(Records from a dataset)
.....

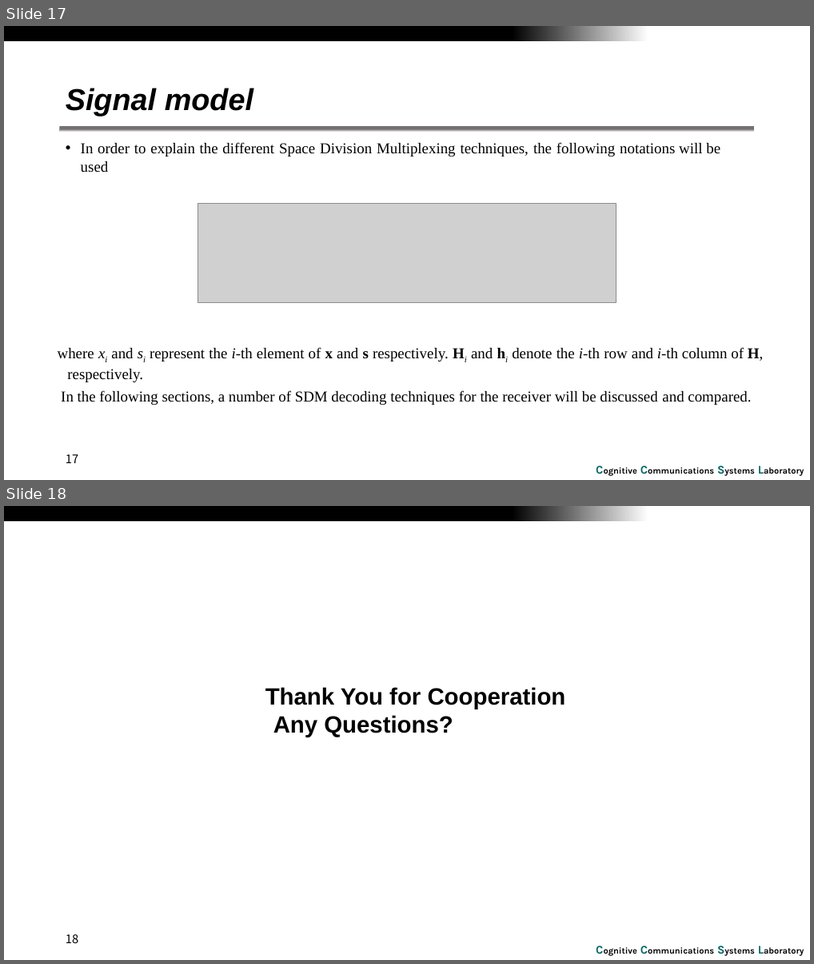
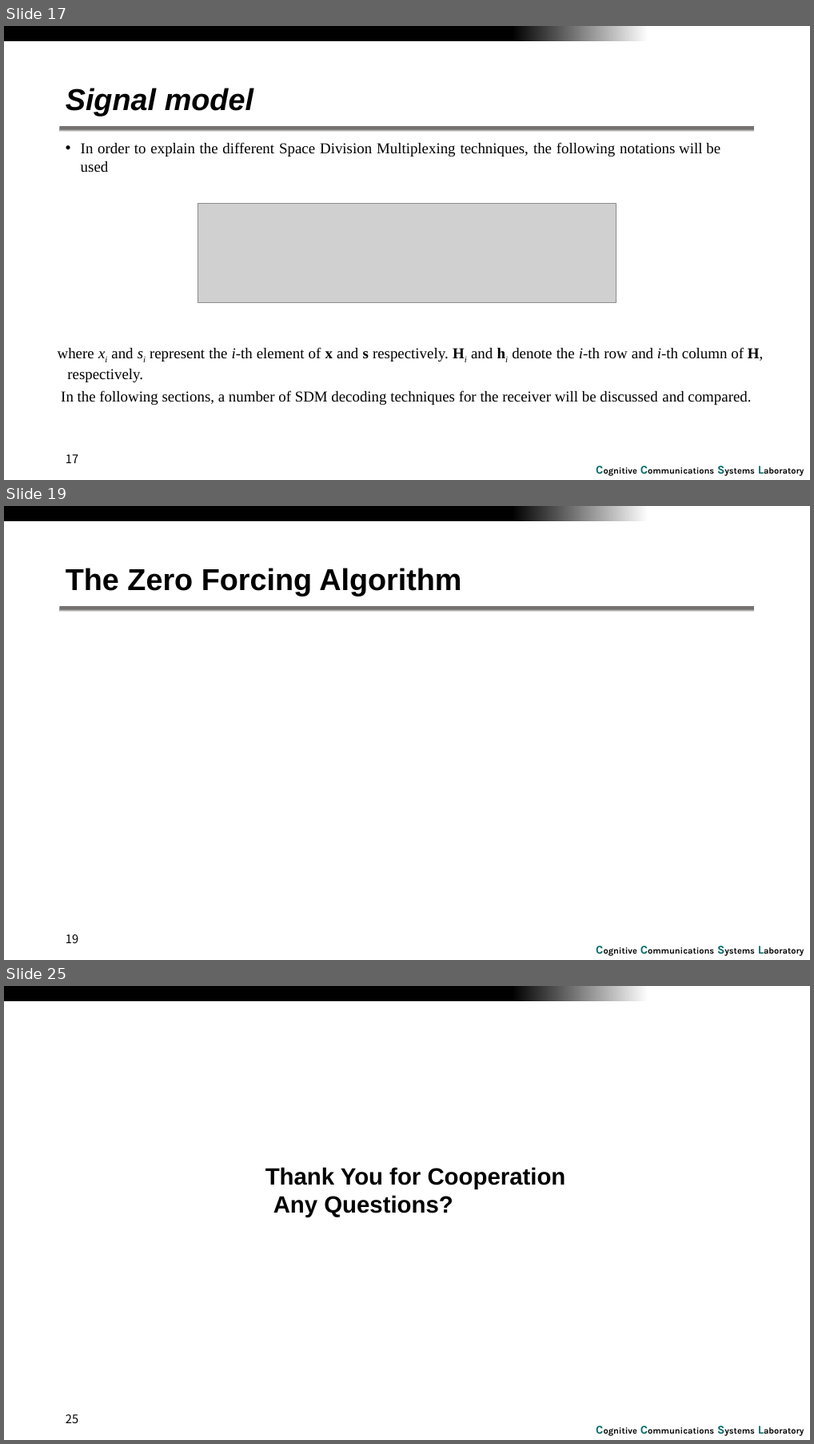
Before and after one commit to RefatHanbat/Presentation-of-SDM, a slide deck: SDM.pptx. Shown one above the other, each under a label of ours: slides 17 and 18 before the commit, slides 17, 19 and 25 after it; the slides between them are not shown. The pictures are 814x964 and 814x1444 pixels, drawn with LibreOffice and Linux fonts; fonts in the diff are those of the drawing; grey boxes stand for pictures; background and template pictures are left out. Boxes give left, top, right and bottom in pixels: in the first picture for what was removed or moved away, otherwise in the second. Text is boxed around its words. In the diff, an @@ line names an element or a change of style, - is before the commit and + after.

Commit message:
zero forcing algorithm

```diff
--- a/SDM.pptx
+++ b/SDM.pptx
@@ slide 19 added at (x1=4, y1=506, x2=810, y2=960), background #FFFFFF; not listed: 3 template elements that a slide beside it also shows @@
@@ title added at (x1=66, y1=568, x2=462, y2=596), 36 pt, text #000000, bold @@
+The Zero Forcing Algorithm
@@ page number added at (x1=66, y1=934, x2=78, y2=943), 14 pt, text #000000 @@
+19
@@ what was slide 18 is now slide 25 @@
@@ page number at (x1=66, y1=1414, x2=78, y2=1423): text changed @@
-18
+25
```
Also in this commit, not shown: 1 slide changed, 6 other slides added.

.....

▶ _WHAT YOU SHOULD DO_:
Please print all the data above word for word. Pictures should not appear in the copy.

▶ _RESPONSE FOR THIS EXERCISE_:
Before and after one commit to RefatHanbat/Presentation-of-SDM, a slide deck: SDM.pptx. Shown one above the other, each under a label of ours: slides 17 and 18 before the commit, slides 17, 19 and 25 after it; the slides between them are not shown. The pictures are 814x964 and 814x1444 pixels, drawn with LibreOffice and Linux fonts; fonts in the diff are those of the drawing; grey boxes stand for pictures; background and template pictures are left out. Boxes give left, top, right and bottom in pixels: in the first picture for what was removed or moved away, otherwise in the second. Text is boxed around its words. In the diff, an @@ line names an element or a change of style, - is before the commit and + after.

Commit message:
zero forcing algorithm

```diff
--- a/SDM.pptx
+++ b/SDM.pptx
@@ slide 19 added at (x1=4, y1=506, x2=810, y2=960), background #FFFFFF; not listed: 3 template elements that a slide beside it also shows @@
@@ title added at (x1=66, y1=568, x2=462, y2=596), 36 pt, text #000000, bold @@
+The Zero Forcing Algorithm
@@ page number added at (x1=66, y1=934, x2=78, y2=943), 14 pt, text #000000 @@
+19
@@ what was slide 18 is now slide 25 @@
@@ page number at (x1=66, y1=1414, x2=78, y2=1423): text changed @@
-18
+25
```
Also in this commit, not shown: 1 slide changed, 6 other slides added.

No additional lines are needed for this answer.